A day later, several media outlets reported on how Premier Redford and her Finance Minister, Doug Horner, plan to “balance” their budget.

Two words. Debt Financing.

The plan is to use P3s and other debt financing tools to spread or amortize the costs of tens of billions in new infrastructure spending over many decades thereby only having to declare about 1/25th to as low as 1/50th of the actual cost of new infrastructure on the province’s books in any given year. This will allow them to continue to spend like Don Getty on steroids while claiming that their “operating budget” is balanced. For example, they could spend 10 times more ($57 billion) than the $5.7 billion they spend today on infrastructure, yet it would show up on the balance sheet as only a few hundred million in debt servicing expenses each year.

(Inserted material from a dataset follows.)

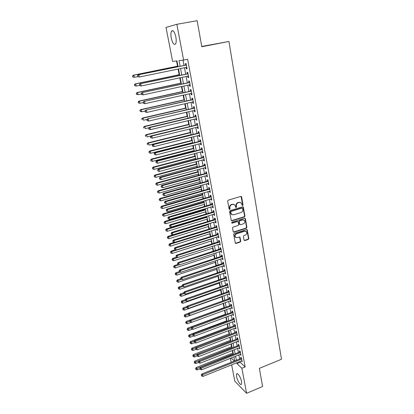 <?xml version="1.0" encoding="UTF-8"?>
<svg xmlns="http://www.w3.org/2000/svg" width="414" height="414" viewBox="0 0 414 414"><rect width="100%" height="100%" fill="white"/><g stroke="black" fill="none" stroke-linecap="round" stroke-linejoin="round"><path stroke-width="0.62" d="M242.63 205.535L243.023 204.868L241.662 196.96L240.839 196.417L228.249 200.148L227.679 201.111L229.113 209.07L229.698 209.448L230.091 208.775L229.91 207.75C229.786 206.26 230.391 205.235 231.726 204.682L232.777 204.371L234.852 204.904L235.737 207.367L236.192 207.481L236.585 206.814L236.404 205.789C236.285 204.304 236.891 203.29 238.21 202.741L239.256 202.425L241.29 202.943L242.185 205.422L242.63 205.535M242.18 205.411L242.671 204.728L241.057 196.391M229.227 209.318L229.749 208.63L229.568 207.605L229.91 207.75M235.732 207.357L236.239 206.669L236.058 205.649L236.404 205.789M236.591 376.605L236.653 373.883C237.47 372.227 240.844 377.48 241.548 381.584L241.481 384.275C240.627 385.915 237.284 380.637 236.591 376.605M171.267 38.093C170.703 34.874 170.801 32.546 171.556 31.107C173.124 29.798 174.558 31.774 175.862 37.037C176.416 40.261 176.312 42.575 175.562 43.977C173.989 45.266 172.555 43.304 171.267 38.093M244.048 240.079L244.85 240.57L248.265 239.458L248.819 238.526L247.194 229.703L246.558 229.542L234.231 233.47L233.672 234.417L235.354 243.272L236.021 243.448L240.192 242.087L240.746 241.15L239.949 237.186L239.292 237.015L237.222 237.683L235.452 237.222C234.66 235.783 235.017 234.645 236.529 233.812L244.638 231.219L246.356 231.654C247.174 233.087 246.822 234.226 245.311 235.08L243.965 235.509L243.411 236.451L244.048 240.079M178.072 66.69L176.959 60.899L172.628 61.438L166.004 27.396L176.861 24.302L197.142 20.7L201.804 46.746L228.937 41.467L281.494 359.248L259.361 368.372L262.605 386.5L246.604 393.3L234.826 381.216L231.638 364.843M176.861 24.302L183.619 60.077L179.034 60.641L180.116 66.276M240.073 361.453L240.234 362.312L245.16 366.949L187.63 59.269L183.619 60.077M245.16 366.949L241.874 368.289L246.604 393.3M244.384 216.957L244.943 216.015L243.266 206.959L242.63 206.798L230.122 210.591L229.558 211.549L231.297 220.636L231.959 220.812L244.384 216.957L244.032 216.807L244.586 215.86L242.863 206.772M245.414 218.758L246.894 227.338L246.335 228.28L234.003 232.197L233.18 231.69L232.518 228L233.077 227.053L238.122 225.47L238.681 224.523L238.081 221.723L237.429 221.552L232.166 223.193L231.7 223.074L231.98 222.168L244.607 218.24L245.414 218.758L245.062 218.602L246.537 227.172L246.894 227.338M186.052 67.43L186.326 68.874L187.102 68.807L186.109 63.533L185.332 63.616L185.622 65.153M187.702 76.181L187.966 77.584L188.743 77.542L187.759 72.31L186.983 72.367L187.273 73.889M189.338 84.86L189.596 86.215L190.373 86.205L189.4 81.02L188.618 81.046L188.903 82.552M190.957 93.46L191.206 94.775L191.987 94.79L191.02 89.647L190.243 89.647L190.523 91.142M192.567 101.994L192.805 103.262L193.592 103.309L192.629 98.206L191.848 98.175L192.127 99.66M194.161 110.45L194.394 111.677L195.18 111.749L194.228 106.693L193.441 106.636L193.721 108.111M195.744 118.839L195.967 120.024L196.753 120.122L195.812 115.108L195.025 115.025L195.299 116.484M197.312 127.155L197.525 128.299L198.316 128.423L197.38 123.45L196.593 123.341L196.867 124.79M198.865 135.404L199.072 136.506L199.864 136.656L198.937 131.724L198.146 131.59L198.42 133.029M200.407 143.586L200.609 144.646L201.401 144.822L200.479 139.932L199.688 139.772L199.957 141.195M201.939 151.695L202.13 152.719L202.922 152.921L202.011 148.072L201.22 147.886L201.483 149.299M203.455 159.742L203.641 160.725L204.433 160.953L203.528 156.14L202.736 155.928L203 157.33M204.956 167.722L205.137 168.669L205.934 168.917L205.033 164.146L204.242 163.913L204.5 165.3M206.451 175.634L206.622 176.545L207.419 176.819L206.529 172.084L205.732 171.826L205.991 173.207M207.931 183.485L208.092 184.359L208.894 184.654L208.009 179.961L207.212 179.676L207.471 181.047M209.396 191.273L209.556 192.112L210.353 192.427L209.479 187.77L208.682 187.464L208.935 188.82M210.85 198.994L211.005 199.796L211.802 200.138L210.938 195.517L210.136 195.191L210.39 196.536M212.299 206.658L212.439 207.424L213.246 207.787L212.382 203.207L211.58 202.855L211.833 204.19M242.977 206.793L243.266 206.959M213.727 214.261L213.867 214.99L214.669 215.373L213.815 210.829L213.013 210.457L213.262 211.782M215.151 221.8L215.28 222.494L216.087 222.903L215.239 218.39L214.436 217.997L214.68 219.311M216.563 229.278L216.688 229.941L217.49 230.37L216.651 225.894L215.844 225.48L216.092 226.784M217.961 236.699L218.08 237.331L218.887 237.776L218.049 233.341L217.246 232.906L217.49 234.2M219.348 244.063L219.461 244.658L220.269 245.129L219.441 240.725L218.633 240.27L218.877 241.553M220.724 251.37L220.833 251.935L221.64 252.421L220.817 248.053L220.01 247.577L220.248 248.85M222.09 258.615L222.194 259.148L223.001 259.656L222.183 255.324L221.376 254.827L221.614 256.09M223.446 265.809L223.539 266.311L224.352 266.839L223.544 262.533L222.732 262.021L222.97 263.273M224.792 272.945L225.692 273.959L224.89 269.695L224.077 269.162L224.31 270.404M226.127 280.024L227.022 281.028L226.225 276.795L225.413 276.241L225.646 277.478M227.452 287.052L228.342 288.046L227.55 283.844L226.737 283.274L226.97 284.496M228.766 294.028L229.651 295.006L228.864 290.835L228.052 290.25L228.28 291.461M230.07 300.947L230.95 301.915L230.174 297.775L229.356 297.169L229.584 298.375M231.364 307.814L232.238 308.772L231.467 304.663L230.655 304.042L230.877 305.237M232.647 314.63L233.522 315.577L232.751 311.499L231.938 310.857L232.161 312.047M233.926 321.393L234.79 322.33L234.029 318.283L233.211 317.626L233.434 318.801M235.188 328.105L236.052 329.032L235.297 325.016L234.479 324.338L234.702 325.507M236.446 334.766L237.3 335.682L236.554 331.697L235.737 331.003L235.954 332.168M237.693 341.379L238.542 342.285L237.802 338.331L236.984 337.622L237.201 338.771M238.93 347.941L239.778 348.836L239.038 344.914L238.221 344.189L238.438 345.333M240.156 354.456L241 355.341L240.265 351.445L239.447 350.705L239.665 351.843M183.035 60.149L184.044 65.474M184.473 67.751L185.7 74.22M186.134 76.512L187.34 82.893M187.775 85.196L188.97 91.489M189.405 93.807L190.58 100.012M191.025 102.346L192.184 108.468M192.624 110.807L193.768 116.846M194.213 119.201L195.341 125.163M195.791 127.528L196.904 133.401M197.354 135.782L198.451 141.578M198.901 143.968L199.983 149.687M200.438 152.088L201.504 157.729M201.965 160.135L203.015 165.703M203.476 168.125L204.516 173.611M204.977 176.043L206.001 181.456M206.462 183.899L207.471 189.239M207.937 191.692L208.935 196.96M209.401 199.424L210.384 204.619M210.85 207.088L211.823 212.216M212.289 214.695L213.246 219.751M213.717 222.24L214.664 227.229M215.135 229.723L216.067 234.645M216.543 237.15L217.459 242.004M217.935 244.519L218.84 249.306M219.322 251.831L220.212 256.556M220.693 259.081L221.573 263.744M222.054 266.28L222.923 270.875M223.405 273.421L224.264 277.954M224.75 280.506L225.594 284.977M226.08 287.533L226.913 291.948M227.4 294.514L228.223 298.867M228.709 301.439L229.522 305.729M230.013 308.306L230.81 312.544M231.302 315.126L232.094 319.303M232.585 321.895L233.361 326.015M233.853 328.612L234.624 332.675M235.116 335.278L235.876 339.289M236.368 341.897L237.118 345.85M237.61 348.464L238.35 352.361M238.847 354.979L239.577 358.829M241.378 360.925L242.216 361.8L241.486 357.929L240.669 357.178L240.881 358.301M176.53 60.951L177.539 66.183M178.092 69.066L179.179 74.706M179.785 77.853L180.804 83.157M181.461 86.562L182.419 91.541M183.128 95.204L184.023 99.852M184.773 103.769L185.607 108.095M186.409 112.261L187.185 116.272M188.034 120.681L188.743 124.381M189.638 129.028L190.295 132.428M191.232 137.308L191.832 140.408M192.277 142.732L192.355 143.125M192.815 145.521L193.354 148.326M193.804 150.655L193.918 151.255M194.383 153.666L194.865 156.176M195.315 158.521L195.47 159.323M195.936 161.739L196.365 163.965M196.821 166.319L197.012 167.318M197.478 169.75L197.856 171.691M198.311 174.056L198.539 175.251M199.01 177.694L199.331 179.36M199.786 181.73L200.055 183.123M200.526 185.57L200.795 186.968M201.251 189.348L201.556 190.926M202.032 193.385L202.249 194.513M202.71 196.904L203.046 198.668M203.522 201.137L203.688 202.001M204.149 204.397L204.526 206.348M205.002 208.827L205.121 209.427M205.582 211.833L205.996 213.966M206.472 216.455L206.539 216.796M207.005 219.213L207.45 221.526M208.413 226.536L208.894 229.02M209.815 233.801L210.322 236.461M211.202 241.01L211.745 243.841M212.579 248.167L213.153 251.158M213.945 255.267L214.555 258.424M215.301 262.316L215.942 265.633M216.651 269.307L217.319 272.785M217.987 276.247L218.685 279.88M219.311 283.135L220.041 286.923M220.626 289.971L221.386 293.909M221.935 296.755L222.722 300.843M223.229 303.488L224.036 307.664M224.543 310.309L225.309 314.293M225.858 317.145L226.577 320.876M227.167 323.929L227.835 327.407M228.461 330.662L229.087 333.891M229.749 337.343L230.324 340.334M231.028 343.972L231.555 346.725M232.295 350.554L232.777 353.07M228.937 41.467L201.753 46.446M231.126 362.214L230.375 358.353M234.64 360.806L233.9 356.951M233.392 354.327L232.642 350.42M232.14 347.801L231.374 343.837M230.872 341.224L230.101 337.208M229.599 334.6L228.818 330.527M228.316 327.924L227.519 323.795M227.022 321.197L226.215 317.01M225.718 314.423L224.9 310.179M224.404 307.592L223.576 303.291M223.084 300.714L222.24 296.352M221.749 293.78L220.9 289.36M220.403 286.793L219.544 282.312M219.053 279.755L218.178 275.206M217.686 272.66L216.801 268.049M216.31 265.509L215.415 260.836M214.923 258.3L214.012 253.565M213.526 251.039L212.605 246.237M212.118 243.717L211.181 238.852M210.7 236.342L209.753 231.405M209.272 228.906L208.309 223.902M207.828 221.407L206.855 216.341M206.374 213.852L205.385 208.713M204.909 206.234L203.911 201.023M203.434 198.56L202.415 193.276M201.944 190.818L200.914 185.462M200.443 183.014L199.398 177.585M198.932 175.148L197.871 169.642M197.406 167.215L196.334 161.636M195.869 159.219L194.777 153.563M194.316 151.151L193.214 145.417M192.753 143.021L191.635 137.21M191.175 134.824L190.042 128.93M189.586 126.56L188.437 120.583M187.982 118.223L186.817 112.163M186.367 109.813L185.182 103.676M184.732 101.337L183.537 95.111M183.091 92.788L181.875 86.474M181.43 84.161L180.199 77.765M179.759 75.467L178.512 68.978M231.162 358.038L234.226 360.972M236.829 362.757L236.994 363.621L241.874 368.289M180.551 68.558L181.787 75.037M182.227 77.335L183.454 83.726M183.894 86.04L185.099 92.343M185.544 94.666L186.735 100.881M187.18 103.221L188.354 109.353M188.805 111.702L189.959 117.752M190.414 120.112L191.553 126.079M192.008 128.454L193.136 134.338M193.592 136.723L194.699 142.53M195.16 144.926L196.257 150.649M196.712 153.056L197.794 158.707M198.259 161.124L199.325 166.697M199.786 169.124L200.842 174.62M201.307 177.057L202.342 182.481M202.813 184.929L203.833 190.28M204.304 192.733L205.313 198.011M205.784 200.474L206.783 205.68M207.254 208.159L208.237 213.293M208.713 215.777L209.681 220.843M210.157 223.332L211.114 228.331M211.59 230.831L212.537 235.763M213.013 238.273L213.945 243.132M214.426 245.652L215.347 250.449M215.829 252.975L216.734 257.705M217.215 260.235L218.111 264.903M218.597 267.444L219.477 272.05M219.963 274.596L220.833 279.139M221.324 281.691L222.178 286.172M222.67 288.734L223.513 293.153M224.005 295.72L224.838 300.083M225.33 302.655L226.153 306.955M226.649 309.537L227.462 313.781M227.954 316.368L228.756 320.55M229.252 323.143L230.039 327.272M230.536 329.87L231.317 333.943M231.814 336.546L232.585 340.562M233.082 343.175L233.838 347.134M234.34 349.747L235.09 353.654M235.592 356.278L236.327 360.128M240.234 362.312L236.994 363.621M186.326 68.874L187.087 68.719M187.966 77.584L188.722 77.423M189.596 86.215L190.347 86.05M191.206 94.775L191.956 94.609M192.805 103.262L193.55 103.091M194.394 111.677L195.134 111.506M195.967 120.024L196.702 119.848M197.525 128.299L198.259 128.117M199.072 136.506L199.802 136.325M200.609 144.646L201.333 144.46M202.13 152.719L202.85 152.533M203.641 160.725L204.356 160.534M205.137 168.669L205.851 168.472M206.622 176.545L207.331 176.348M208.092 184.359L208.801 184.158M209.556 192.112L210.255 191.905M211.005 199.796L211.704 199.595M212.439 207.424L213.138 207.217M213.867 214.99L214.561 214.778M215.28 222.494L215.968 222.282M216.688 229.941L217.371 229.729M218.08 237.331L218.763 237.113M219.461 244.658L220.139 244.441M220.833 251.935L221.506 251.712M222.194 259.148L222.861 258.926M223.539 266.311L224.212 266.083M224.88 273.416L225.547 273.188M226.21 280.469L226.872 280.237M227.529 287.466L228.186 287.233M228.838 294.406L229.496 294.173M230.137 301.299L230.789 301.061M231.426 308.135L232.073 307.897M232.704 314.925L233.351 314.681M233.972 321.657L234.619 321.419M235.235 328.343L235.876 328.1M236.487 334.983L237.124 334.735M237.724 341.566L238.361 341.317M238.961 348.107L239.592 347.853M240.182 354.596L240.813 354.343M241.398 361.034L242.024 360.78M240.405 202.41L239.256 202.425M236.058 205.649C235.939 204.164 236.539 203.15 237.864 202.601L238.904 202.291M233.972 204.361L232.777 204.371M229.568 207.605C229.444 206.115 230.049 205.096 231.379 204.542L232.43 204.226M231.333 220.678L244.032 216.807M242.625 208.439L242.05 208.066L231.079 211.399L230.686 212.071L231.426 214.286L233.532 214.835L241.015 212.542C242.325 211.989 242.925 210.98 242.811 209.51L242.625 208.439M231.918 214.675L231.084 214.131L230.536 212.998L230.339 211.921L230.738 211.254L241.698 207.921M233.361 232.052L245.983 228.109L246.537 227.172M237.698 221.526L237.082 221.397L231.824 223.032L232.166 223.193M243.318 223.834C244.855 222.975 245.197 221.816 244.353 220.362L242.64 219.932L239.773 220.822L239.214 221.769L239.809 224.569L240.456 224.735L243.318 223.834M243.649 219.917L242.64 219.932M239.841 224.595L239.297 224.057L238.868 221.609L239.427 220.667L242.288 219.772M245.062 218.602L244.855 218.214M245.688 231.219L244.638 231.219M235.752 237.491L235.105 237.046C234.314 235.607 234.676 234.469 236.187 233.636L244.286 231.053M235.369 243.287L239.846 241.905L240.399 240.969L239.587 236.989M244.213 240.42L247.914 239.282L248.462 238.35L246.822 229.511M177.958 66.095L133.251 75.198L133.851 75.151L134.322 77.346L137.722 76.647M177.968 66.168L133.851 75.151L132.506 76.057L132.935 76.916L132.749 76.041M132.935 76.916L134.322 77.346L132.697 76.932M132.506 76.057L133.251 75.198M186.388 65.008L138.193 74.825L186.398 65.076M137.696 75.69L138.835 74.779L139.311 77.03L137.634 76.606L137.696 75.69L137.634 76.606M186.812 67.27L139.311 77.03L137.888 76.59M138.193 74.825L137.443 75.705M179.593 74.618L135.124 83.913L135.73 83.897L136.201 86.071L139.502 85.377M179.614 74.722L135.73 83.897L134.39 84.782L134.819 85.646L134.633 84.777M134.819 85.646L136.201 86.071L134.576 85.651M134.39 84.782L135.124 83.913M181.218 83.069L136.982 92.555L137.598 92.57L138.059 94.723L141.345 94.014M181.244 83.198L137.598 92.57L136.253 93.435L136.682 94.299L136.501 93.44M136.682 94.299L138.059 94.723L136.439 94.294M136.253 93.435L136.982 92.555M182.833 91.447L138.83 101.125L139.446 101.166L139.901 103.303L143.172 102.579M182.864 91.613L139.446 101.166L138.105 102.01L138.535 102.879L138.348 102.025M138.535 102.879L139.901 103.303L138.286 102.863M138.105 102.01L138.83 101.125M184.432 99.758L140.656 109.622L141.277 109.689L141.733 111.811L144.993 111.071M184.468 99.95L141.277 109.689L139.937 110.512L140.367 111.387L140.186 110.543M140.367 111.387L141.733 111.811L140.123 111.361M139.937 110.512L140.656 109.622M188.028 73.749L140.098 83.778L188.049 73.842M139.606 84.663L140.739 83.763L141.215 85.993L139.544 85.558L139.606 84.663L139.544 85.558M188.458 76.021L141.215 85.993L139.797 85.558M140.098 83.778L139.352 84.668M189.659 82.417L141.986 92.653L189.684 82.531M141.5 93.559L142.633 92.664L143.104 94.878L141.433 94.433L141.691 94.444L141.5 93.559L141.433 94.433M190.088 84.694L143.104 94.878L141.691 94.444M141.986 92.653L141.246 93.554M191.278 91.008L143.86 101.451L191.304 91.152M143.379 102.377L144.507 101.492L144.972 103.686L143.311 103.231L143.379 102.377L143.12 102.356L143.311 103.231M191.708 93.295L144.972 103.686L143.565 103.252M143.86 101.451L143.12 102.356M192.877 99.531L145.712 110.171L192.914 99.696M145.242 111.112L146.365 110.243L146.825 112.417L145.169 111.956L145.428 111.987L145.242 111.112L144.983 111.087L145.169 111.956M193.312 101.823L146.825 112.417L145.428 111.987M145.712 110.171L144.983 111.087M186.015 108.002L142.468 118.047L143.089 118.145L143.544 120.246L147.073 119.423M186.057 108.225L143.089 118.145L141.759 118.947L142.183 119.827L142.002 118.984M141.759 118.947L142.468 118.047M194.471 107.976L147.555 118.818L194.508 108.168M147.089 119.781L148.207 118.916L148.667 121.074L147.011 120.598L147.27 120.64L147.089 119.781L146.825 119.739L147.011 120.598M194.901 110.279L148.667 121.074L147.27 120.64M147.555 118.818L146.825 119.739M187.589 116.179L144.269 126.405L144.89 126.524L145.34 128.609L149.128 127.709M187.635 116.427L144.89 126.524L143.56 127.31L143.989 128.19L143.808 127.357M143.56 127.31L144.269 126.405M196.045 116.355L149.376 127.388L150.034 127.512L196.086 116.572M148.916 128.366L150.034 127.512L150.489 129.654L148.838 129.168L149.102 129.225L148.916 128.366L148.657 128.314L148.838 129.168M196.479 118.663L150.489 129.654L149.102 129.225M149.376 127.388L148.657 128.314M189.146 124.288L146.049 134.69L146.68 134.835L147.12 136.899L151.157 135.921M189.203 124.562L146.68 134.835L145.35 135.601L145.775 136.485L145.599 135.657M145.35 135.601L146.049 134.69M197.607 124.661L151.182 135.885L151.845 136.04L197.654 124.904M150.732 136.884L151.845 136.04L152.295 138.157L150.649 137.665L150.913 137.733L150.732 136.884L150.468 136.822L150.649 137.665M198.042 126.979L152.295 138.157L150.913 137.733M151.182 135.885L150.468 136.822M190.694 132.33L147.819 142.902L148.45 143.078L148.89 145.128L191.139 134.643M190.756 132.635L148.45 143.078L147.12 143.824L147.55 144.709L147.374 143.891M147.12 143.824L147.819 142.902M199.155 132.899L152.978 144.31L153.641 144.491L199.206 133.168M152.533 145.324L153.641 144.491L154.086 146.592L152.445 146.09L152.709 146.168L152.533 145.324L152.269 145.252L152.445 146.09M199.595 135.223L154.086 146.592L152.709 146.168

In other words – the deficit will read 0, even though ‘liabilities’ (debt) on the provincial balance sheet will skyrocket.

The PCs love to point out that businesses and families borrow for infrastructure so why shouldn’t the government? Well for one, unlike a family with a home mortgage or a business borrowing cash for a factory, government “assets” can almost never be sold and cost millions to maintain. And second, because unlike normal mortgages and business loans, we don’t ask our kids and grandkids to make our mortgage and loan payments for us when we retire.

As we have seen in the United States, Spain, Greece and many other parts of the world, governments that pursue this course of fiscal madness end up bankrupting their people, enslaving their children to debt, increasing taxes, slashing core social spending and bulldozing their economy.

Alberta was once a province that committed itself to managing its extraordinary wealth in a way that would benefit future generations forever. Premier Lougheed created the Heritage Fund for that purpose. Premier Klein led us through painful cuts through the ‘90s in order to overcome the selfish spending habits of the Getty years.

And what have Premier Redford and the PCs done with these legacies over the past five years?

The Heritage Fund is worth less than it was in 1976. The ‘Rainy Day’ savings fund that Ralph saved is all but gone.

And now Alison Redford is plunging our province, our children and likely our children’s children back into debt despite oil prices at all-time highs

It is wrong, it is immoral, it is not what was promised during the election, and Albertans need to put a stop to it before it’s too late.